Assignment – Take every line from the records below that includes the word "origin".

(Collected data entries)
..........

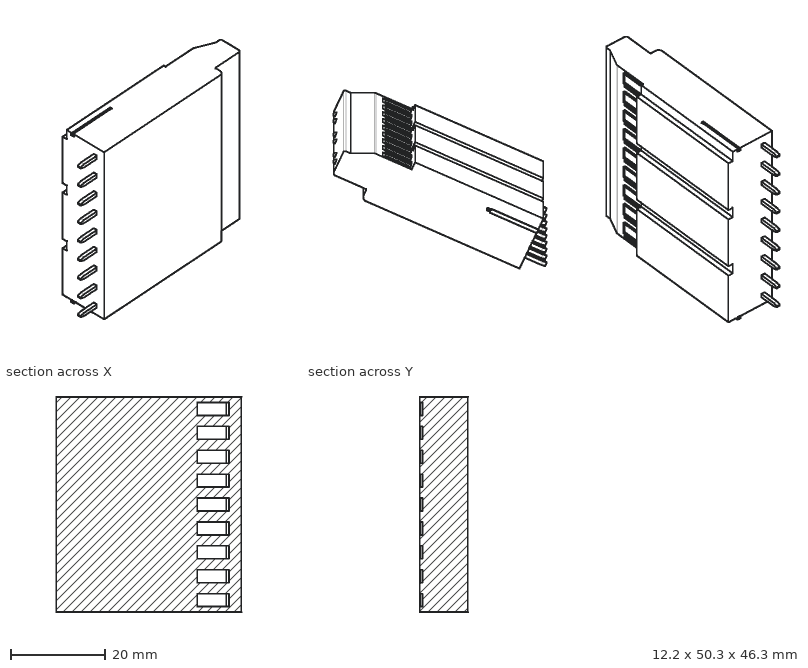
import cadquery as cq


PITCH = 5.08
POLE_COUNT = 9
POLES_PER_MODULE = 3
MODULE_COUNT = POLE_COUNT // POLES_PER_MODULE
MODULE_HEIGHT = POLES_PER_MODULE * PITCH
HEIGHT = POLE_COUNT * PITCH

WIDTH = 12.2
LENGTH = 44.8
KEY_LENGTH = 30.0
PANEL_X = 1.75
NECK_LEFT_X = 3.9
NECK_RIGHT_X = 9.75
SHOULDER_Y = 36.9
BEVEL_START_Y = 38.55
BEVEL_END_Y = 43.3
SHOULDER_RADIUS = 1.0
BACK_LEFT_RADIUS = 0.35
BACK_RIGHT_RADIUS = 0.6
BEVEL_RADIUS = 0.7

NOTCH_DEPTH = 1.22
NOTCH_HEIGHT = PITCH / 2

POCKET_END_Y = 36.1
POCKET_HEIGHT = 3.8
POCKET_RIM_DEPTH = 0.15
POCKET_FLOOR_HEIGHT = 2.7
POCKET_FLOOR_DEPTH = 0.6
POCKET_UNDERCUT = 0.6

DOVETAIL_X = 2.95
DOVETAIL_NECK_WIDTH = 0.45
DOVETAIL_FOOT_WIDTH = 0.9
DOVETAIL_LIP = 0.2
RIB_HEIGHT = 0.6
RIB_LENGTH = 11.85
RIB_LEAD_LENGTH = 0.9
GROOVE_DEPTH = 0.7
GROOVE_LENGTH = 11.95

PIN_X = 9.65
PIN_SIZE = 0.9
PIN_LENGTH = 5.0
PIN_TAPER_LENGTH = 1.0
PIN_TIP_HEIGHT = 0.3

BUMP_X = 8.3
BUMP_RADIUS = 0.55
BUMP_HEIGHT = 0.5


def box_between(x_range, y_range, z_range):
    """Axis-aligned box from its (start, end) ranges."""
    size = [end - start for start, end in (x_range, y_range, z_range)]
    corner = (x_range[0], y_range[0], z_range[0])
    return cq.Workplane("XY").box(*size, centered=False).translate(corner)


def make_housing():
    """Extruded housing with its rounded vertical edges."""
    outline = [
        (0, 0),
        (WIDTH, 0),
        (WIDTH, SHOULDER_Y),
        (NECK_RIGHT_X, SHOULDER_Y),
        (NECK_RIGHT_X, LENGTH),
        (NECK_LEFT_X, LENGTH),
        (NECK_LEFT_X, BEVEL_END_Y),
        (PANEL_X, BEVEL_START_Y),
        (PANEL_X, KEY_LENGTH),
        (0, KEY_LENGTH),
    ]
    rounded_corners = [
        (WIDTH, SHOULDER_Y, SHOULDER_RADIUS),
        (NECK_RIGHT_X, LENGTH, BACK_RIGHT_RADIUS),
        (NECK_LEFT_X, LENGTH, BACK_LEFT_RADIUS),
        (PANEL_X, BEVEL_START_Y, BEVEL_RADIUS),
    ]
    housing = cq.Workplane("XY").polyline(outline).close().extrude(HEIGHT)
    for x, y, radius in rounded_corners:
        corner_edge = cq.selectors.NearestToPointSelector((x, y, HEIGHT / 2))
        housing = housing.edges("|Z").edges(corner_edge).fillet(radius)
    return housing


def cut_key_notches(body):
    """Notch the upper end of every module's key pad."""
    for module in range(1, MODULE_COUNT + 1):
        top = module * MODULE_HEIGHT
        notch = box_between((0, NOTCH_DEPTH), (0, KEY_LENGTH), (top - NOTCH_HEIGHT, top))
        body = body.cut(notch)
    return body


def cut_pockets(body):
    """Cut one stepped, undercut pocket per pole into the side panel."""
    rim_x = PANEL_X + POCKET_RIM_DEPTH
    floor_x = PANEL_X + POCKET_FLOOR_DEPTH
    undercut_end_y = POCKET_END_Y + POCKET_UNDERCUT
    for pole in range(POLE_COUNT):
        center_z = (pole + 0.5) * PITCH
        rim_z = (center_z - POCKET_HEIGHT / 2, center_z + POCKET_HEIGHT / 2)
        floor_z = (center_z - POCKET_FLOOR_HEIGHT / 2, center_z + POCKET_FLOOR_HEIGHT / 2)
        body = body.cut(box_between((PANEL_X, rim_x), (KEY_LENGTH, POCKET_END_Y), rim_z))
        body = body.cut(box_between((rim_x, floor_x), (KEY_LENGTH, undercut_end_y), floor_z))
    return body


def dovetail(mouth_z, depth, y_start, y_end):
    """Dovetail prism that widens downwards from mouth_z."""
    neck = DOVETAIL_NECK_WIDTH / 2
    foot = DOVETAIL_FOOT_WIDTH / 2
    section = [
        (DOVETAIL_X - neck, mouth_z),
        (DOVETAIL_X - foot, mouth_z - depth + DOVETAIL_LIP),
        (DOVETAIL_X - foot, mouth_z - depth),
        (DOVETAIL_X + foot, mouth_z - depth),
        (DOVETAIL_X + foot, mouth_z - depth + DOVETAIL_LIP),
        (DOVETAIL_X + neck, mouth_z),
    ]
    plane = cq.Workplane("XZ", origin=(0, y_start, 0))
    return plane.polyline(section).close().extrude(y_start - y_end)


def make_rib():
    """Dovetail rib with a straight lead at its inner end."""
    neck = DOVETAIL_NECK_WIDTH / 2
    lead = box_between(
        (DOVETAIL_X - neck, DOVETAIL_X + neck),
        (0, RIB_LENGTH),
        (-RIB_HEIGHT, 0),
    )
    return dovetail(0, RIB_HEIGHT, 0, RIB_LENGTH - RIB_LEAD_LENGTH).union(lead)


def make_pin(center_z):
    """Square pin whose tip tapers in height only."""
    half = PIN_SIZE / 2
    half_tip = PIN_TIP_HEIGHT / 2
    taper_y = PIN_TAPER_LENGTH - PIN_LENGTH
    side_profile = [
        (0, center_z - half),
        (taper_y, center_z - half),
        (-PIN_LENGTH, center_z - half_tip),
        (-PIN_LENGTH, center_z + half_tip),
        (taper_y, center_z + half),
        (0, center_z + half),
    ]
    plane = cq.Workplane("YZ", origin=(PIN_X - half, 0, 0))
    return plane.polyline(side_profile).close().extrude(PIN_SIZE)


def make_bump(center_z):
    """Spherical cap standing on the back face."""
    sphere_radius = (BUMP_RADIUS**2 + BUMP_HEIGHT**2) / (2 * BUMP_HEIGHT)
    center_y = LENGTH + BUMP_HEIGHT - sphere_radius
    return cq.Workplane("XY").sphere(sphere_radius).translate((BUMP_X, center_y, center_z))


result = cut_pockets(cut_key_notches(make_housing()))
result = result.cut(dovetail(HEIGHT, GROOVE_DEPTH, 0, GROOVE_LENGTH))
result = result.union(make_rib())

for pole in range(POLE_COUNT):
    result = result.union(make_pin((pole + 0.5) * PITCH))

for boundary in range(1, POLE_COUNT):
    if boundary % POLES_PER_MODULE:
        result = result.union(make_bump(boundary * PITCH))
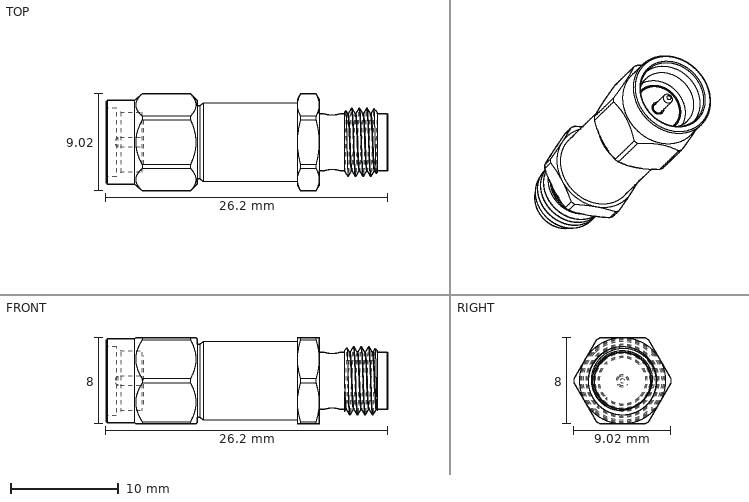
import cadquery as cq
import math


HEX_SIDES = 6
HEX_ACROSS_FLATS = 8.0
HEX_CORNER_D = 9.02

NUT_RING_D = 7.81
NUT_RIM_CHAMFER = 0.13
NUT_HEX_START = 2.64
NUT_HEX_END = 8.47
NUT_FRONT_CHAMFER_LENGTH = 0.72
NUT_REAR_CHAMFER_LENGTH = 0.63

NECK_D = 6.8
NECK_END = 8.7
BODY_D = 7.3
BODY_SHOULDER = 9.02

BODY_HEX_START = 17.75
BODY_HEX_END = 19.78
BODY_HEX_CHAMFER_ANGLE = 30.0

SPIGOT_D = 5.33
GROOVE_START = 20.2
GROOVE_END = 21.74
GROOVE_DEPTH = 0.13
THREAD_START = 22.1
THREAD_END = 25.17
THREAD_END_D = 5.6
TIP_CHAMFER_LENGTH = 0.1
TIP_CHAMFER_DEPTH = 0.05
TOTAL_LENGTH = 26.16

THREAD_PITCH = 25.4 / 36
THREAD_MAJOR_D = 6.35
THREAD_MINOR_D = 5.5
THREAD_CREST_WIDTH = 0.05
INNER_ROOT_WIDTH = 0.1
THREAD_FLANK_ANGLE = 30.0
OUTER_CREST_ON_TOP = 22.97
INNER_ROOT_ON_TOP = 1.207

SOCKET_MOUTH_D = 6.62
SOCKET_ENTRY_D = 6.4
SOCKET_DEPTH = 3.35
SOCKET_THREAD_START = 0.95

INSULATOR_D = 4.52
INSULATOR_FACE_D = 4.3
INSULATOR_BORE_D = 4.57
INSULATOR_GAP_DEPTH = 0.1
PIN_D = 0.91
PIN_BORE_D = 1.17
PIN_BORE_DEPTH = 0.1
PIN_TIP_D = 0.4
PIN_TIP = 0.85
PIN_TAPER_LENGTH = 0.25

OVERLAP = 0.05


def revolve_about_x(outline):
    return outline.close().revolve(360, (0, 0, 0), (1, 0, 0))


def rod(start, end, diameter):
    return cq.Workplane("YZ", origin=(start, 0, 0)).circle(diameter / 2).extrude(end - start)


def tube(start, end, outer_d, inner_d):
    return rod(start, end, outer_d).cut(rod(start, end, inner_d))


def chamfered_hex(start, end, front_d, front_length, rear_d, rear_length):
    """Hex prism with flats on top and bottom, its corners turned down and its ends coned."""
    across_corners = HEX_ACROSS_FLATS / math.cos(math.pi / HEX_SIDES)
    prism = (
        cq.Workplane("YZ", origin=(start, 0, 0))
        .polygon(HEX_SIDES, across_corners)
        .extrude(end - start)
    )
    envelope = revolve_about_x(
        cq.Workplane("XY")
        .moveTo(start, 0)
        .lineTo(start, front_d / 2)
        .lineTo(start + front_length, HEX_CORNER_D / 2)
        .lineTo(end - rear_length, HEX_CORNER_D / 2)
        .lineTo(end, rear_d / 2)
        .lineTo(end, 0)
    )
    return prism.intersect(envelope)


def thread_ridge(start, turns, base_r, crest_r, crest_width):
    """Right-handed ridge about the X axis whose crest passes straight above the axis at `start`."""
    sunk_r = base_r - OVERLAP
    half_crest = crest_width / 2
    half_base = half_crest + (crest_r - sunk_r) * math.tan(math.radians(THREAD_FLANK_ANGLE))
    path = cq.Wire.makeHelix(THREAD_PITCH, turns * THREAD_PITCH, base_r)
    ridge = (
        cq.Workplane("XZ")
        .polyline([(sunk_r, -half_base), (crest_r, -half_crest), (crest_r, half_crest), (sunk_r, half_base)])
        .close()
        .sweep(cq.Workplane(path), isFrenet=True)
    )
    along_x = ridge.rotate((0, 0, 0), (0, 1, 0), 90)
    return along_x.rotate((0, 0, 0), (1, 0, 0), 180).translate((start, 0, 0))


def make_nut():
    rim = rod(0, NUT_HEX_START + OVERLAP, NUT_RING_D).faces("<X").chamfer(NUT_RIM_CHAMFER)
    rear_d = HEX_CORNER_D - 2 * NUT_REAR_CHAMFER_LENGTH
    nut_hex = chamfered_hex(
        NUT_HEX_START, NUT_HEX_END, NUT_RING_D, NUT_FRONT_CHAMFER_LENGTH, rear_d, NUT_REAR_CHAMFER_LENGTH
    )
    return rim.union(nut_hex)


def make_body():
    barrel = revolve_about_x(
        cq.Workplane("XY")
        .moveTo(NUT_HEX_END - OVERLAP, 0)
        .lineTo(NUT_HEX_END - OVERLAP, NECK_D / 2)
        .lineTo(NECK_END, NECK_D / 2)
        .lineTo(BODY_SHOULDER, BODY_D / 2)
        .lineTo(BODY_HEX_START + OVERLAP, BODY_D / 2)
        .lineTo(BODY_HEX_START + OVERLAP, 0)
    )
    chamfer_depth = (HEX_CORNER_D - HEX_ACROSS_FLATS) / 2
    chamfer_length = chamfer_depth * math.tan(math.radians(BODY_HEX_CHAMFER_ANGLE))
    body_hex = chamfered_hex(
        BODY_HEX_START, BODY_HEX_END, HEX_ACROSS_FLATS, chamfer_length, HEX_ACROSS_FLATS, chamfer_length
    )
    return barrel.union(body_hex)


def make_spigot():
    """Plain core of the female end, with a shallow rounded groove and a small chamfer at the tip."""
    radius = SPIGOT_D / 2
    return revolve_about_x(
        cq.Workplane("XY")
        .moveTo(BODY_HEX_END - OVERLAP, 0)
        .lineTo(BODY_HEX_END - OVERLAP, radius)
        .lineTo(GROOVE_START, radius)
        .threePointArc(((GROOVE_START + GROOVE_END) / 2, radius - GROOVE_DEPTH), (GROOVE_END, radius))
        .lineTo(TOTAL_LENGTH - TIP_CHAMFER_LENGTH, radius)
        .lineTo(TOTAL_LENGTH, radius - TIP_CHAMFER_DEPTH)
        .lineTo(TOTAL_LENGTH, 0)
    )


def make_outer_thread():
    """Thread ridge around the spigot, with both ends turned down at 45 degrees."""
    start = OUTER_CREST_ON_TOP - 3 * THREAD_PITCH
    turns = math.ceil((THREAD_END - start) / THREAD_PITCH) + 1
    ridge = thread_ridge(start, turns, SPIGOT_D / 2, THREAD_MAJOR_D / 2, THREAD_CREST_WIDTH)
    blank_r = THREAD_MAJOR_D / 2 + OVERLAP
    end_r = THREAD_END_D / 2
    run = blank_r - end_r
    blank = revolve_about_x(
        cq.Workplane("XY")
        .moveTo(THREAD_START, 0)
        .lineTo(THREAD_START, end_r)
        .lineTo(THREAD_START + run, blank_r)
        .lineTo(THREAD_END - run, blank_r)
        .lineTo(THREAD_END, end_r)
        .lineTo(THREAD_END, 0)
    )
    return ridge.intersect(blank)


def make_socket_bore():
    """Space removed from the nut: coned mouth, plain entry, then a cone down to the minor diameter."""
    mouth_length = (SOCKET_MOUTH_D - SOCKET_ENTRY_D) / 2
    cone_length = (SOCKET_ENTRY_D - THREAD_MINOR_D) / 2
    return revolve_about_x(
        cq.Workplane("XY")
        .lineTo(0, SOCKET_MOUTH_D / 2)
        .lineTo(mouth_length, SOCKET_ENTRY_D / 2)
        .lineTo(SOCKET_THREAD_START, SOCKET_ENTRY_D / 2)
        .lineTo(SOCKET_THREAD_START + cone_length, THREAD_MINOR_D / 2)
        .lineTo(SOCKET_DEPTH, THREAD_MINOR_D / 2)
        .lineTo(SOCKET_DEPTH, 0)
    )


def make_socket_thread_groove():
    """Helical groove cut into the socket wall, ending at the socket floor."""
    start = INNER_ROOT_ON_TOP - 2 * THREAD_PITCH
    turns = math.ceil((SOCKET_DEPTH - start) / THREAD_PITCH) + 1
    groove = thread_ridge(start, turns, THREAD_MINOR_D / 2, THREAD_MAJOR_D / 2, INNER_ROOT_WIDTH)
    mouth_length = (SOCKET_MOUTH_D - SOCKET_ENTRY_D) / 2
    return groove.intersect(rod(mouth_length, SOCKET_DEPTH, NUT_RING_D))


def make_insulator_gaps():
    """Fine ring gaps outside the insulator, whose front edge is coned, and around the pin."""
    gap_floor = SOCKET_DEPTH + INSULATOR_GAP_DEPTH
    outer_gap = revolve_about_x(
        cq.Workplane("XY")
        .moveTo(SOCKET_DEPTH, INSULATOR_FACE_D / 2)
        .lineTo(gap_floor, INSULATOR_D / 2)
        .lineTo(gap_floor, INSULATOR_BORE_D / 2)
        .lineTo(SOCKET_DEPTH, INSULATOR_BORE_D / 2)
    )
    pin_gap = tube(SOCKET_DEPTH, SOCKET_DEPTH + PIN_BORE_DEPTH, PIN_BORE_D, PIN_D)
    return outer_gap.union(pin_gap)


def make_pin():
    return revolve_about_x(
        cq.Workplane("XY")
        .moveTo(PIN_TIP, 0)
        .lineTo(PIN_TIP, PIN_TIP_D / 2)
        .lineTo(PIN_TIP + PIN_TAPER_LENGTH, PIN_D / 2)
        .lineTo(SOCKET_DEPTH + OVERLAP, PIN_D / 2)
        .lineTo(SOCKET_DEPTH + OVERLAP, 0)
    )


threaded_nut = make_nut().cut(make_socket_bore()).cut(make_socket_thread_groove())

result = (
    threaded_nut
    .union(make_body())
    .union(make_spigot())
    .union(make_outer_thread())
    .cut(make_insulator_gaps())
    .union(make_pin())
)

..........

Task response –
    plane = cq.Workplane("XZ", origin=(0, y_start, 0))
    plane = cq.Workplane("YZ", origin=(PIN_X - half, 0, 0))
    return cq.Workplane("YZ", origin=(start, 0, 0)).circle(diameter / 2).extrude(end - start)
        cq.Workplane("YZ", origin=(start, 0, 0))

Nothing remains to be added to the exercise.